# Quilt ideas needed



## prairiegirl (Nov 2, 2004)

Ok, I'm hoping to get your suggestions for making a quilt for my goddaughter who just graduated high school. Yesterday, I was struck with the idea to make her a quilt to take to college in August. 
I need a pattern for a quick, fun, easy quilt that a young adult would love to snuggle up in to remember her family while away.
I made her a fleece throw about 5 years ago. I want something pieced, maybe cotton, but I'm open to all suggestions. I don't think I want denim.
Maybe some of you have made quilts for college-aged family members and would share what you did.

Thanks a bunch!

prairiegirl


----------



## Fryegirl (Sep 16, 2006)

I could never do a quilt by August because I tend to hand-quilt VERY heavily, but - I saw a quilt one time that was made of good sized squares and some sashing. Very simple. The squares, however, had pictures of family members, friends, pictures of her house and high school and pets on them. I know there is some way to tranfer pics to fabric but I don't know the method.
I thought it was a cute idea - and quick. It belonged to a friend of my son and it was made for her when she was in college and feeling a little homesick.


----------



## CJ (May 10, 2002)

I personally can't stand them :shrug: but tshirt quilts seem to be very popular with that age group. You basically collect all their favorite tshirts that have memories attached to them, cut them into large blocks and fuse them onto interfacing or stabilizer, then add sashing.

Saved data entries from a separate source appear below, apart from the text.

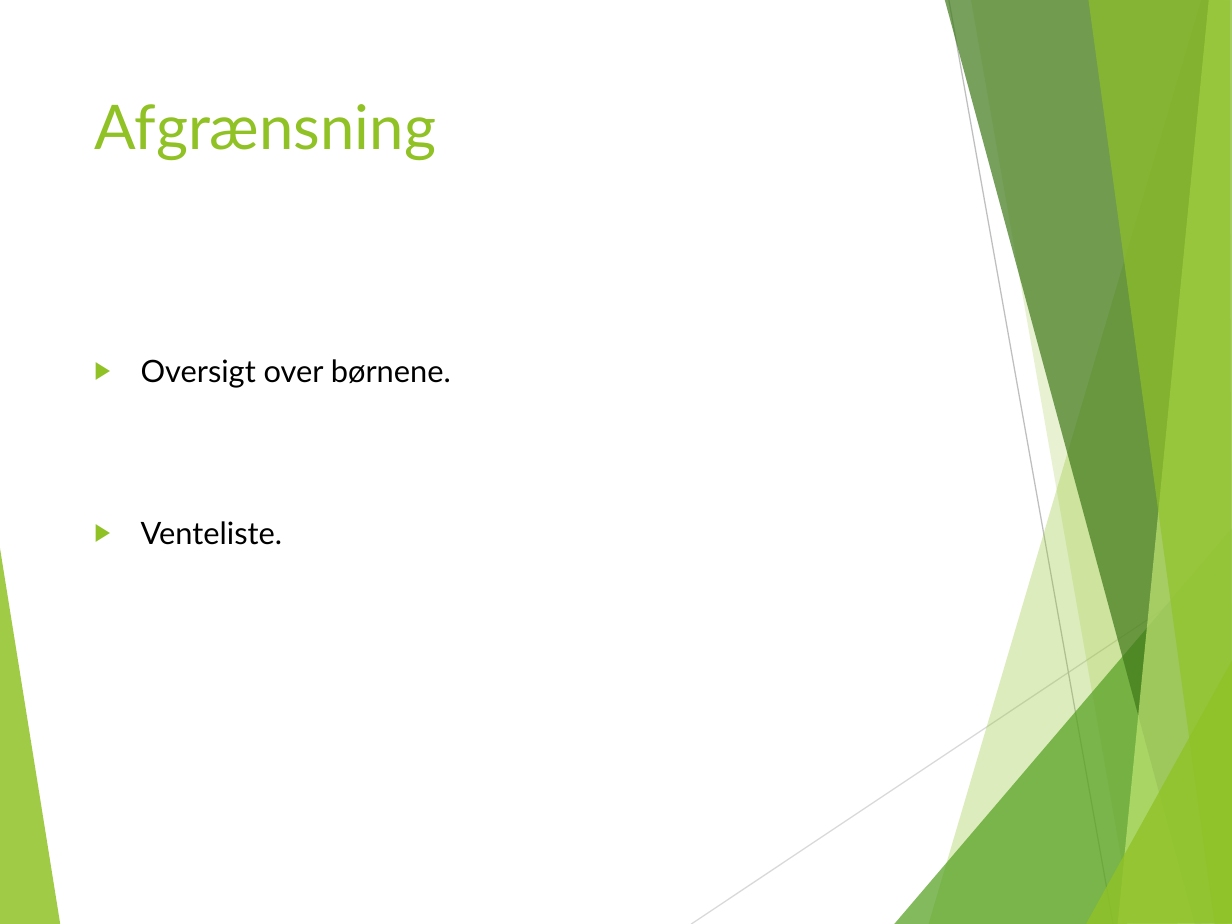
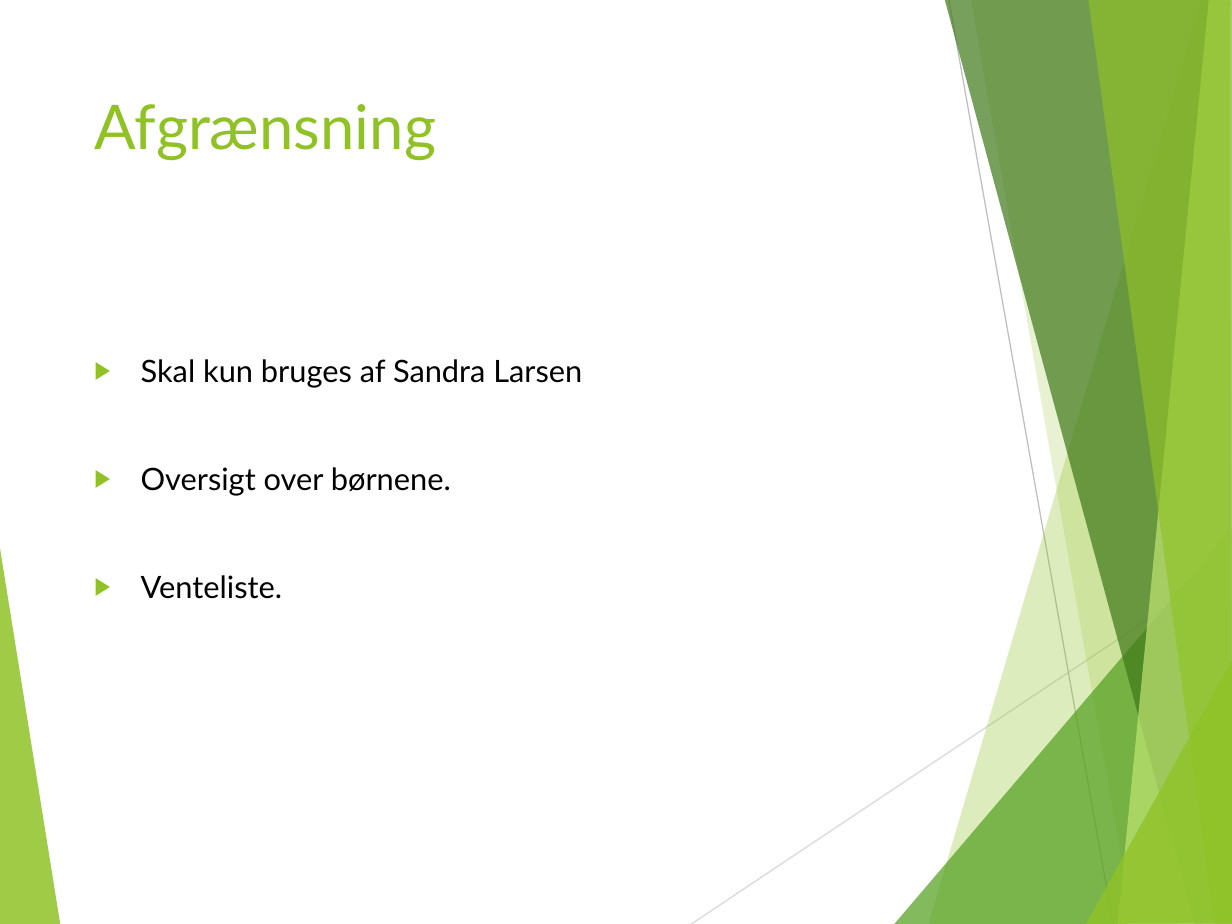
Before and after one commit to anderslatif/RoskildeFrieBornehave, a slide deck: slide 2 of Dias.pptx. Drawn at 1232x924 pixels with LibreOffice and Linux fonts; fonts in the diff are those of the drawing; background and template pictures are left out. Boxes give left, top, right and bottom in pixels: in the first picture for what was removed or moved away, otherwise in the second. Text is boxed around its words. In the diff, an @@ line names an element or a change of style, - is before the commit and + after.

```diff
--- a/Dias.pptx
+++ b/Dias.pptx
@@ text at box(141, 359, 582, 388): paragraph added @@
+▶ Skal kun bruges af Sandra Larsen
```
Also in this commit, not shown: 4 other slides changed, 7 slides added, 6 slides removed.

The Wandering Quilter's Life in a Box!


----------



## rabbitsbus (Mar 3, 2007)

I love the idea of picyures of loved ones that was posted. Rag quilts are easy and fast, all done on the machine. This might be another option.


----------



## Callieslamb (Feb 27, 2007)

We did my daughter a quilt of flip flops - or rather, are in the process of doing it. She is always leaving flip flops around the house so it was kind of fun to let her "take them with her". 

We aren't going to quilt this one - it gets too expensive to wash it. We are doing the sew the seams together rights sides together and then fraying the seam allowances.

A fun pieced flannel one withe the frayed edges or denim would be good for college too. They need to be able to take the abuse.


----------



## ladyrua (May 26, 2006)

I'm facing the August deadline too, for a baby shower. Now I'm a die-hard hand quilting advoacte, but may I suggest a yarn-tie quilt? It speeds up the process *so* much, enough that you can spend a little more time on the piecing and make something really nice! 

Rag quilts are great, and a good use of extra fabric. I like the T-shirt idea too, but I made one and found that the t-shirt decal's started wearing away and it was a pain to get the facing stuff to adhere to them without stretching weird! 

Best of luck, whatever you decide to do!


----------



## QuiltingLady2 (Jan 3, 2007)

Will it be a suprise or will she know about it before it's done? 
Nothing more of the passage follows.